Encadrer les influenceurs, ces utilisateurs des réseaux sociaux plus visibles que de nombreux médias :
- Attribuer un statut aux influenceurs : compte tenu de l’impact considérable des “influenceurs” dans l’économie de l’attention, un compte d’utilisateur devrait être considéré comme très influent s’il compte au moins 50 000 abonnés, ou s’il est associé à une personne occupant des fonctions politiques ou à une personnalité publique ayant obtenu une certification de la part des plateformes. Les influenceurs de cette catégorie doivent être soumis à un code de conduite, à des obligations particulières, qui les engagent à faire preuve de transparence sur leur rémunération ou leurs affiliations politiques, le cas échéant.
- Concernant les influenceurs virtuels générés par l’intelligence artificielle : leurs bases de données d’entraînement doivent être alimentées par des contenus fiables et les instructions données aux chatbots doivent inclure certaines garanties afin de l’empêcher de produire de fausses informations.
Lutter contre la circulation des deepfakes, véritable poison des démocraties :
- Utiliser des standards d’authentification des images synthétiques : compte tenu de la responsabilité des grandes plateformes dans la circulation de l’information, il est indispensable qu’elles soient techniquement capables de distinguer le deepfake du contenu authentique, autant sur les contenus visuels et audiovisuels que sur les contenus audios.

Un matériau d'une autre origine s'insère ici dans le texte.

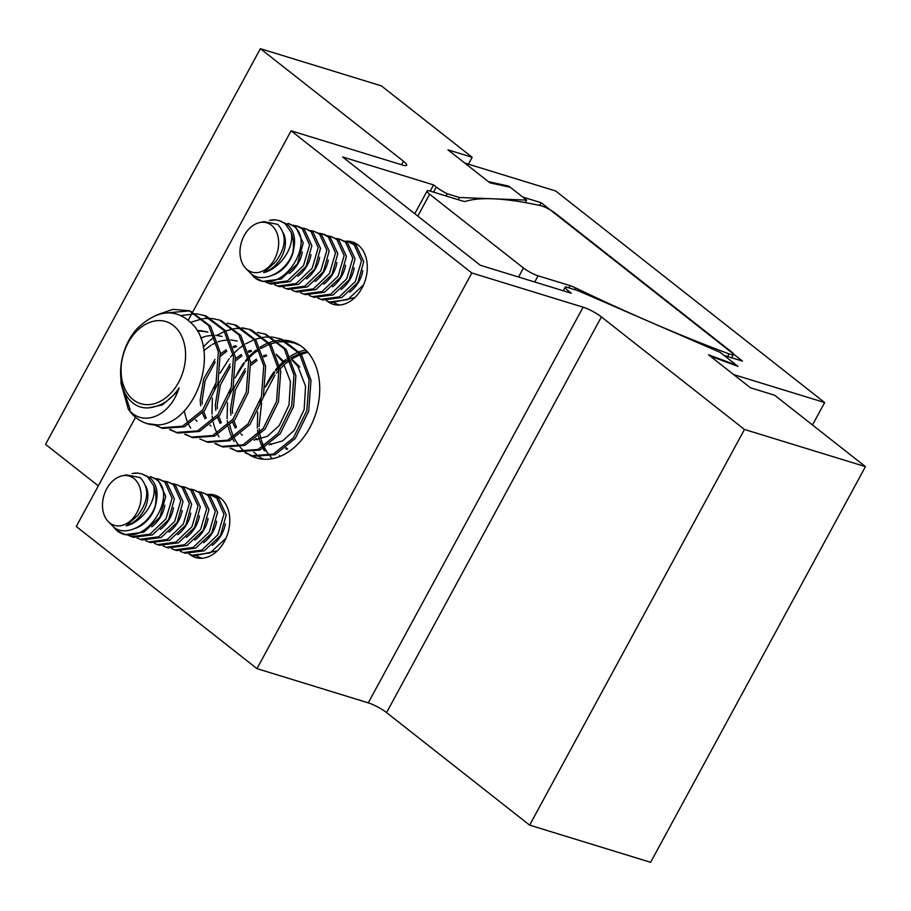 <?xml version="1.0" encoding="UTF-8"?>
<svg xmlns="http://www.w3.org/2000/svg" width="911" height="911" viewBox="0 0 911 911"><rect width="100%" height="100%" fill="white"/><g stroke="black" fill="none" stroke-linecap="round" stroke-linejoin="round"><path stroke-width="1.37" d="M199.555 558.249A32.625 23.595 107.1 0 1 197.448 556.803A32.625 23.595 107.1 0 1 197.106 556.53M208.107 494.468A32.625 23.595 107.1 0 1 214.871 495.163A32.625 23.595 107.1 0 1 220.576 498.169A32.625 23.595 107.1 0 1 226.327 537.444A32.625 23.595 107.1 0 1 195.694 557.532A32.625 23.595 107.1 0 1 189.989 554.514A32.625 23.595 107.1 0 1 189.887 554.435M337.059 305.014A32.625 23.595 107.1 0 1 334.941 303.568A32.625 23.595 107.1 0 1 334.599 303.295M345.611 241.233A32.625 23.595 107.1 0 1 352.363 241.927A32.625 23.595 107.1 0 1 358.08 244.934A32.625 23.595 107.1 0 1 363.831 284.209A32.625 23.595 107.1 0 1 333.198 304.297A32.625 23.595 107.1 0 1 327.482 301.279A32.625 23.595 107.1 0 1 327.379 301.199M284.437 340.202A60.855 44.013 107.1 0 1 291.907 341.557A60.855 44.013 107.1 0 1 302.566 347.182A60.855 44.013 107.1 0 1 313.293 420.426A60.855 44.013 107.1 0 1 256.15 457.891A60.855 44.013 107.1 0 1 249.523 454.999M246.961 453.359A60.855 44.013 107.1 0 1 246.323 452.892M245.549 452.311A60.855 44.013 107.1 0 1 245.503 452.277A60.855 44.013 107.1 0 1 240.128 447.062M526.592 200.09L459.44 197.505L447.233 193.747A14.667 2.722 -151.5 0 1 436.312 187.062L433.579 184.91L342.604 156.954L480.302 265.26L571.277 293.228L568.544 291.076A14.667 2.722 -151.5 0 1 565.332 287.056A14.667 2.722 -151.5 0 1 565.56 286.828L577.768 290.586L720.225 352.409L738.001 366.393L710.011 355.973L750.459 387.79L774.657 395.226L865.45 466.637L650.613 862.318L529.633 825.138L744.469 429.457L601.397 316.914L386.56 712.596A14.667 2.722 28.5 0 0 368.272 702.848L256.982 668.64L471.818 272.97L291.087 130.808L402.389 165.016A14.667 2.722 -151.5 0 0 406.67 165.244A14.667 2.722 -151.5 0 0 403.459 161.224L260.387 48.682L381.367 85.862L472.16 157.273L447.961 149.837L488.41 181.653L508.816 186.106L526.592 200.09L525.237 202.584M865.45 466.637L744.469 429.457M272.332 458.677A60.855 44.013 107.1 0 1 270.225 456.4M269.474 455.489A60.855 44.013 107.1 0 1 264.52 447.768M263.86 446.436A60.855 44.013 107.1 0 1 262.596 443.509M262.493 443.258A60.855 44.013 107.1 0 1 261.366 440.081L262.334 443.179M260.068 434.798L261.047 439.091A60.855 44.013 107.1 0 1 261.024 438.988M265.477 386.64A60.855 44.013 107.1 0 1 274.268 371.551M275.543 369.9A60.855 44.013 107.1 0 1 278.276 366.655M279.745 365.083A60.855 44.013 107.1 0 1 282.957 361.963M283.833 361.189A60.855 44.013 107.1 0 1 285.826 359.526M287.124 358.535A60.855 44.013 107.1 0 1 288.4 357.602M290.267 356.349A60.855 44.013 107.1 0 1 298.409 352.136M299.514 351.714A60.855 44.013 107.1 0 1 305.732 349.995M433.579 184.91L430.22 191.105M447.233 193.747L446.026 195.956M459.44 197.505L458.244 199.714M468.413 164.174L472.16 157.273M98.308 485.859L45.55 444.363L260.387 48.682M239.377 446.151A60.855 44.013 107.1 0 1 234.423 438.385M233.785 437.041A60.855 44.013 107.1 0 1 232.601 434.308M232.51 434.08A60.855 44.013 107.1 0 1 231.326 430.744M231.007 429.73A60.855 44.013 107.1 0 1 229.891 425.426M236.359 375.48A60.855 44.013 107.1 0 1 244.102 362.555M245.378 360.881A60.855 44.013 107.1 0 1 248.088 357.647M249.557 356.053A60.855 44.013 107.1 0 1 252.837 352.842M253.714 352.056A60.855 44.013 107.1 0 1 256.014 350.154M257.255 349.209A60.855 44.013 107.1 0 1 258.337 348.423M260.113 347.228A60.855 44.013 107.1 0 1 268.267 342.969M269.371 342.547A60.855 44.013 107.1 0 1 276.682 340.6M277.673 340.463A60.855 44.013 107.1 0 1 283.788 340.167M256.982 668.64L76.251 526.49L135.545 417.272M188.372 320L191.39 314.42M191.788 313.68L192.654 312.097M192.745 311.938L291.087 130.808M368.272 702.848L583.108 307.178L471.818 272.97M583.108 307.178A14.667 2.722 -151.5 0 1 601.397 316.914M529.633 825.138L386.56 712.596M353.104 243.522A32.625 23.595 107.1 0 1 355.962 243.499M215.611 496.757A32.625 23.595 107.1 0 1 218.469 496.734M540.576 205.624A10.681 1.981 -151.5 0 1 541.703 205.932A10.681 1.981 -151.5 0 1 555.687 213.573L730.383 350.997A10.681 1.981 -151.5 0 1 733.48 354.493A10.681 1.981 -151.5 0 1 729.039 353.878A481.634 89.426 -151.5 0 1 575.684 287.978A11 2.038 28.5 0 0 570.035 285.621L538.094 275.805A11.729 2.175 -151.5 0 1 523.472 268.016L429.662 194.225A11.729 2.175 -151.5 0 1 427.1 191.014A11.729 2.175 -151.5 0 1 430.516 191.185L462.458 201.001A11 2.038 28.5 0 0 465.521 201.331A481.634 89.426 -151.5 0 1 540.576 205.624M575.684 287.978L574.773 289.652M197.243 330.591L199.008 330.556M200.033 330.579L206.911 331.775M197.641 331.285L199.862 331.149M200.898 331.137L207.845 332.082M200.727 338.038L205.499 336.353M206.615 336.068L213.983 335.202M215.656 335.259L222.033 336.421M203.757 350.712L211.067 345.167M212.32 344.438L216.499 342.411M218.048 341.819L220.621 340.999M221.737 340.714L229.105 339.849M230.779 339.905L237.156 341.067M204.998 418.753L202.47 413.093M200.705 405.782L200.192 400.145L203.711 378.748L214.962 359.435M220.439 353.98L226.19 349.813M233.17 346.465L235.744 345.645M206.228 418.103L203.722 411.613M202.299 403.972L202.083 400.726L205.146 380.65L215.201 362.009M220.621 356.076L226.793 351.202M233.512 347.638L236.496 346.556M220.12 423.399L217.592 417.739M215.827 410.428L215.315 404.803L218.834 383.394L230.084 364.081M235.562 358.627L241.313 354.459M248.293 351.111L250.867 350.291M276.785 355.381L282.809 361.758L290.438 381.652L289.015 404.951L279.256 425.528L267.378 436.323L254.01 440.07M221.35 422.75L218.845 416.259M217.422 408.618L217.205 405.384L220.268 385.296L230.324 366.655M235.744 360.722L241.916 355.859M248.635 352.284L251.618 351.213M276.318 354.254L284.699 362.339M235.243 428.045L232.715 422.385M230.95 415.074L230.437 409.449L233.956 388.04L245.207 368.727M250.684 363.273L256.424 359.116M263.416 355.757L265.989 354.937M291.907 360.027L297.931 366.404L305.561 386.298L304.137 409.608L294.378 430.186L282.49 440.97L269.132 444.716M236.473 427.396L233.968 420.905M232.544 413.275L232.328 410.03L235.391 389.942L245.446 371.301M250.867 365.368L257.039 360.505M263.757 356.941L266.741 355.859M291.44 358.9L299.821 366.985M179.103 387.835A45.231 32.716 107.1 0 1 155.029 406.602C143.801 409.927 134.646 406.83 127.54 397.321C114.98 380.616 120.036 346.294 137.812 327.96C158.696 308.533 177.497 307.884 194.202 326.036C219.836 356.452 193.109 423.74 158.172 424.936A60.115 43.477 107.1 0 1 147.001 423.581A60.115 43.477 107.1 0 1 128.235 408.959C141.182 426.781 169.435 418.24 179.103 387.835L175.288 393.575L162.363 404.951L148.026 407.969M196.981 421.269L195.558 419.869M211.033 426.041L209.951 425.107M242.349 435.219L240.914 433.818M257.471 439.865L256.037 438.464M271.524 444.636L270.442 443.691M286.646 449.282L285.564 448.349M287.717 449.157L286.282 447.756M179.342 332.025A42.931 31.054 -72.9 0 0 134.259 333.802A42.931 31.054 -72.9 0 0 127.301 393.222A42.931 31.054 -72.9 0 0 172.384 391.457A42.931 31.054 -72.9 0 0 179.342 332.025M130.125 409.54L123.384 389.316M163.149 313.236L189.534 310.879M190.479 311.152L210.543 326.172L220.268 352.477L217.957 383.326L204.576 410.542L184.352 426.815L162.727 428.409L154.471 424.97M128.235 408.959L121.026 383.429L120.958 379.204M156.567 314.99L172.999 309.353L189.169 310.753L208.653 325.591L218.378 351.897L216.066 382.745L202.686 409.961L182.462 426.234L160.837 427.828M266.217 451.366L264.315 447.882M263.689 446.549L262.436 443.452M259.692 432.634L259.214 428.66M259.054 426.542L261.594 402.89M263.381 397.071L275.008 375.047M276.42 373.225L278.846 370.321M280.406 368.613L284.631 364.514M285.621 363.66L290.267 360.084M292.522 358.604L300.209 354.664M301.382 354.197L307.861 352.295M264.327 450.786L263.074 448.576M262.425 447.301L260.444 442.598M260.227 441.983L259.703 440.4M259.441 439.512L258.587 436.221M258.177 434.205L257.528 430.003M257.323 428.079L257.733 412.102M259.703 402.309L261.491 396.49M265.408 387.118L274.53 372.645M275.862 371.016L278.515 368.033M280.03 366.473L283.731 363.079M284.665 362.293L288.946 359.116M290.962 357.818L299.491 353.616M300.653 353.195L307.155 351.487M294.458 343.105L298.501 344.438M234.081 441.493L232.829 439.273M232.18 438.009L230.198 433.306M229.982 432.679L229.458 431.097M229.196 430.208L228.342 426.929M227.932 424.913L227.283 420.711M227.078 418.787L227.488 402.799M229.458 393.017L231.246 387.198M235.163 377.826L244.285 363.352M245.617 361.713L248.27 358.729M249.785 357.18L253.486 353.787M254.431 353.001L258.701 349.824M260.717 348.526L269.246 344.324M270.419 343.902L278.254 341.967M279.324 341.819L286.623 341.648M287.637 341.739L294.447 343.105L300.015 345.36M272.514 337.081L281.795 339.222L301.279 354.06L311.004 380.365L308.692 411.214L295.312 438.43L275.088 454.703L253.463 456.297L245.207 452.858M218.959 436.847L217.706 434.627M217.057 433.363L215.076 428.648M214.859 428.033L214.336 426.45M214.074 425.562L213.231 422.271M212.81 420.267L212.161 416.065M211.956 414.141L212.365 398.153M214.336 388.359L216.123 382.54M220.041 373.18L229.162 358.695M230.494 357.066L233.148 354.083M234.662 352.534L238.363 349.129M239.308 348.344L243.579 345.178M245.594 343.88L254.123 339.678M255.296 339.256L263.131 337.321M264.201 337.172L271.501 337.002M279.324 338.459L299.389 353.479L309.114 379.785L306.802 410.633L293.422 437.849L273.198 454.122L251.573 455.716M266.092 334.394L286.156 349.403L295.881 375.719L293.57 406.568L280.189 433.784L259.965 450.057L238.34 451.651L230.084 448.212M257.392 332.435L264.782 333.995L284.266 348.822L293.991 375.138L291.679 405.987L278.299 433.203L258.075 449.476L236.45 451.07M190.615 428.136L188.702 424.64M188.076 423.308L186.823 420.21M186.721 419.937L185.719 416.851M185.434 415.849L184.307 410.77M203.199 347.125L209.018 341.272M210.008 340.418L214.654 336.842M216.909 335.362L224.596 331.422M225.769 330.955L233.683 328.78M234.776 328.609L242.132 328.222M243.146 328.279L250.024 329.475M242.269 327.789L251.55 329.93L271.034 344.757L280.759 371.073L278.447 401.91L265.067 429.138L244.843 445.411L223.218 447.005L221.327 446.413M249.079 329.167L269.144 344.176L278.868 370.492L276.557 401.33L263.177 428.557L242.952 444.83L221.327 446.424L214.962 443.566M227.146 323.143L236.427 325.284L255.911 340.11L265.636 366.427L263.325 397.264L249.944 424.492L229.72 440.765L208.095 442.347L199.839 438.92M233.956 324.521L254.021 339.53L263.746 365.846L261.434 396.684L248.054 423.911L227.83 440.184L206.205 441.767M218.845 319.875L221.305 320.638L240.789 335.464L250.514 361.769L248.202 392.618L234.822 419.834L214.597 436.118L192.973 437.701L184.717 434.262M190.854 322.243L202.641 318.725M203.722 318.588L211.01 318.406M212.024 318.497L219.414 320.057L238.898 334.884L248.623 361.189L246.312 392.037L232.931 419.254L212.707 435.538L191.082 437.121M196.901 313.851L206.182 315.992L225.666 330.818L235.391 357.123L233.079 387.972L219.699 415.188L199.475 431.472L177.85 433.055L169.594 429.616M181.198 315.513L195.888 313.76M203.711 315.217L223.776 330.237L233.501 356.543L231.189 387.391L217.809 414.607L197.585 430.892L175.96 432.474M280.041 456.377L279.449 455.443M263.689 459.246L260.33 457.504M259.453 456.958L253.714 452.107M252.518 455.99L246.221 452.892M237.395 451.344L231.109 448.246M222.273 446.697L215.987 443.6M192.027 437.394L185.742 434.308M176.905 432.748L170.619 429.65M161.782 428.102L155.496 425.004M158.172 424.936L147.309 423.672M824.66 402.548L555.721 191.003L464.747 163.046L489.913 182.838L510.319 187.29L522.72 197.049L541.111 202.697L742.488 361.109L724.097 355.449L736.498 365.209L708.507 354.789L733.685 374.592L824.66 402.548L812.475 424.97M539.631 205.419L541.111 202.697M201.969 558.249L197.505 556.587M122.028 475.849A25.747 18.63 -72.9 0 0 104.025 495.22A25.747 18.63 -72.9 0 0 108.045 521.365A25.747 18.63 -72.9 0 0 109.753 522.925A25.747 18.63 -72.9 0 0 136.935 512.586A25.747 18.63 -72.9 0 0 133.894 478.457A25.747 18.63 -72.9 0 0 122.028 475.849L126.367 474.882L140.203 477.603C149.575 487.966 148.812 500.526 137.914 515.284L126.162 525.875C142.583 521.992 157.409 500.435 153.56 485.517L147.582 476.84L141.865 473.879L137.755 473.082L132.55 473.504A31.521 22.798 -72.9 0 0 132.106 473.606M141.865 473.868L149.598 477.466C157.034 484.128 158.924 493.614 155.246 505.912C149.017 525.294 125.536 537.342 113.647 527.048L108.045 521.365M115.424 529.211L115.39 529.177A31.521 22.798 -72.9 0 0 115.424 529.211A31.521 22.798 -72.9 0 0 117.508 531.136A31.521 22.798 -72.9 0 0 123.031 534.04L124.966 534.632L143.813 532.218L159.937 517.038L165.734 496.267L158.241 480.12L150.509 476.533L156.225 479.505C176.882 493.899 150.144 540.508 125.194 534.552L117.28 530.885L113.568 526.979M155.69 478.457L159.152 479.186L164.868 482.158L172.088 498.215L166.03 518.78L150.03 534.131L131.548 536.659L128.497 535.406M131.548 536.659L133.598 537.296L152.456 534.882L168.581 519.691L174.377 498.921L166.884 482.773L159.152 479.186M164.333 481.11L167.795 481.839L173.511 484.811L180.731 500.868L174.673 521.434L158.662 536.784L140.192 539.312L137.14 538.059M140.192 539.312L142.241 539.95L161.099 537.536L177.224 522.345L183.009 501.574L175.527 485.426L167.795 481.839M172.976 483.775L176.438 484.493L182.154 487.465L189.374 503.521L183.316 524.087L167.305 539.437L148.823 541.965L145.783 540.713M148.823 541.977L150.884 542.603L169.731 540.189L185.867 524.998L191.652 504.238L184.17 488.091L176.438 484.493M181.608 486.428L185.081 487.157L190.798 490.129L198.017 506.174L191.959 526.74L175.948 542.091L157.466 544.63L154.414 543.366M157.466 544.63L159.527 545.256L178.374 542.842L194.499 527.651L200.295 506.892L192.813 490.744L185.081 487.157M190.251 489.082L193.713 489.811L199.429 492.783L206.66 508.839L200.602 529.405L184.591 544.755L166.109 547.283L163.058 546.019M166.109 547.283L168.171 547.921L187.017 545.495L203.142 530.316L208.938 509.545L201.445 493.398L193.713 489.811M198.894 491.735L202.356 492.464L208.072 495.436L215.303 511.492L209.245 532.058L193.234 547.409L174.753 549.937L171.701 548.684M174.753 549.937L176.814 550.574L195.66 548.16L211.785 532.969L217.581 512.198L210.088 496.051L202.356 492.464M207.537 494.388L210.999 495.117L216.716 498.089L223.935 514.146L217.888 534.711L201.878 550.062L183.396 552.59L180.344 551.337M183.396 552.59L185.457 553.228L204.303 550.813L220.428 535.622L226.224 514.863L218.731 498.716L210.999 495.117M216.18 497.053L220.348 497.998M123.031 534.04A31.521 22.798 -72.9 0 0 125.194 534.552M137.755 473.082A31.521 22.798 -72.9 0 0 132.55 473.504M155.246 505.912A31.521 22.798 -72.9 0 0 153.56 485.517M226.019 538.173L210.122 552.92L192.039 555.255L194.1 555.881L217.33 550.836M192.039 555.255L188.987 553.99M225.336 523.802A26.635 19.871 124.2 0 1 212.229 545.393M216.693 521.149A26.635 19.871 124.2 0 1 203.586 542.74M208.05 518.484A26.635 19.871 124.2 0 1 194.943 540.086M199.418 515.831A26.635 19.871 124.2 0 1 186.299 537.422M190.775 513.178A26.635 19.871 124.2 0 1 177.656 534.768M182.132 510.524A26.635 19.871 124.2 0 1 169.013 532.115M173.489 507.871A26.635 19.871 124.2 0 1 160.382 529.462M164.845 505.206A26.635 19.871 124.2 0 1 151.738 526.809M156.202 502.553A26.635 19.871 124.2 0 1 135.261 528.38M145.828 486.189A26.635 19.871 124.2 0 1 126.162 525.875M339.473 305.014L334.997 303.352M259.521 222.614A25.747 18.63 -72.9 0 0 241.517 241.984A25.747 18.63 -72.9 0 0 245.537 268.13A25.747 18.63 -72.9 0 0 247.245 269.69A25.747 18.63 -72.9 0 0 274.439 259.35A25.747 18.63 -72.9 0 0 271.398 225.222A25.747 18.63 -72.9 0 0 259.521 222.614L263.86 221.646L277.696 224.368C287.079 234.731 286.316 247.291 275.418 262.049L263.655 272.64C280.087 268.756 294.902 247.2 291.064 232.282L285.086 223.605L279.37 220.644L275.247 219.847L270.043 220.268A31.521 22.798 -72.9 0 0 269.599 220.371M279.37 220.633L287.102 224.231C294.538 230.893 296.417 240.379 292.75 252.677C286.51 272.059 263.028 284.107 251.14 273.812L245.537 268.13M252.894 275.942L252.916 275.976A31.521 22.798 -72.9 0 0 252.916 275.976A31.521 22.798 -72.9 0 0 255.012 277.901A31.521 22.798 -72.9 0 0 260.523 280.804L262.459 281.397L281.305 278.982L297.43 263.803L303.226 243.032L295.733 226.885L288.001 223.297L293.729 226.27C314.386 240.663 287.637 287.272 262.687 281.317L254.773 277.65L251.06 273.744M293.183 225.222L296.644 225.951L302.361 228.923L309.592 244.979L303.534 265.545L287.523 280.895L269.041 283.423L265.989 282.171M269.041 283.423L271.102 284.061L289.949 281.647L306.073 266.456L311.869 245.685L304.376 229.538L298.706 226.588M301.826 227.875L305.287 228.604L311.004 231.576L318.224 247.633L312.177 268.198L296.166 283.549L277.684 286.077L274.632 284.824M277.684 286.077L279.745 286.714L298.592 284.3L314.716 269.109L320.513 248.339L313.02 232.191L305.287 228.604M310.469 230.54L313.931 231.257L319.647 234.229L326.867 250.286L320.809 270.852L304.798 286.202L286.327 288.73L283.275 287.477M286.327 288.741L288.377 289.368L307.235 286.954L323.359 271.763L329.156 251.003L321.663 234.856L313.931 231.257M319.112 233.193L322.574 233.922L328.29 236.894L335.51 252.939L329.452 273.505L313.441 288.855L294.97 291.395L291.919 290.131M294.97 291.395L297.02 292.021L315.878 289.607L332.003 274.416L337.787 253.657L330.306 237.509L324.623 234.548M327.744 235.847L331.217 236.575L336.933 239.547L344.153 255.604L338.095 276.17L322.084 291.52L303.602 294.048L300.55 292.784M305.663 294.674L324.51 292.26L340.646 277.081L346.431 256.31L338.949 240.162L331.217 236.575M336.387 238.5L339.86 239.229L345.576 242.201L352.796 258.257L346.738 278.823L330.727 294.173L312.245 296.701L309.193 295.449M312.245 296.701L314.306 297.339L333.153 294.925L349.277 279.734L355.074 258.963L347.581 242.816L339.86 239.229M345.03 241.153L348.492 241.882L354.208 244.854L361.439 260.91L355.381 281.476L339.37 296.827L320.888 299.355L317.837 298.102M320.888 299.355L322.95 299.992L341.796 297.578L357.921 282.387L363.717 261.628L356.224 245.48L348.492 241.882M353.673 243.818L357.852 244.763M260.523 280.804A31.521 22.798 -72.9 0 0 262.687 281.317M275.247 219.847A31.521 22.798 -72.9 0 0 270.043 220.268M292.75 252.677A31.521 22.798 -72.9 0 0 291.064 232.282M363.512 284.938L347.615 299.685L329.531 302.019L331.593 302.646L354.823 297.601M329.531 302.019L326.48 300.755M362.829 270.567A26.635 19.871 124.2 0 1 349.722 292.158M354.197 267.914A26.635 19.871 124.2 0 1 341.078 289.504M345.554 265.249A26.635 19.871 124.2 0 1 332.435 286.851M336.911 262.596A26.635 19.871 124.2 0 1 323.792 284.186M328.267 259.942A26.635 19.871 124.2 0 1 315.149 281.533M319.624 257.289A26.635 19.871 124.2 0 1 306.517 278.88M310.981 254.636A26.635 19.871 124.2 0 1 297.874 276.227M302.338 251.971A26.635 19.871 124.2 0 1 289.231 273.573M293.706 249.318A26.635 19.871 124.2 0 1 272.753 275.145M283.321 232.954A26.635 19.871 124.2 0 1 263.655 272.64M568.544 291.076L567.929 292.192M436.312 187.062L433.568 192.13M401.546 164.754L403.459 161.224M429.662 194.225L417.796 216.089M523.472 268.016L518.575 277.024M538.094 275.805L534.734 281.989M570.035 285.621L568.84 287.83M729.039 353.878L727.604 356.531M565.332 287.056L563.317 290.78M427.1 191.014L414.767 213.721M733.48 354.493L731.692 357.784M190.49 311.152L188.6 310.571M266.103 334.394L264.213 333.813M147.605 423.763L147.001 423.581M201.832 558.261L200.671 557.908M324.635 234.548L322.574 233.922M298.706 226.577L296.644 225.951M339.325 305.026L338.175 304.673M305.663 294.686L303.602 294.048"/></g></svg>

- Favoriser la circulation de contenus authentiques en période électorale : lorsque les citoyens sont appelés aux urnes, l’accès à l’information fiable est particulièrement nécessaire face à un accroissement constaté de la désinformation en ligne. Les contenus signalés comme authentiques doivent être privilégiés dans les algorithmes sur les sujets politiques et d’information générale en période électorale, afin de minimiser les risques de désinformation portée par des contenus créés par l’intelligence artificielle.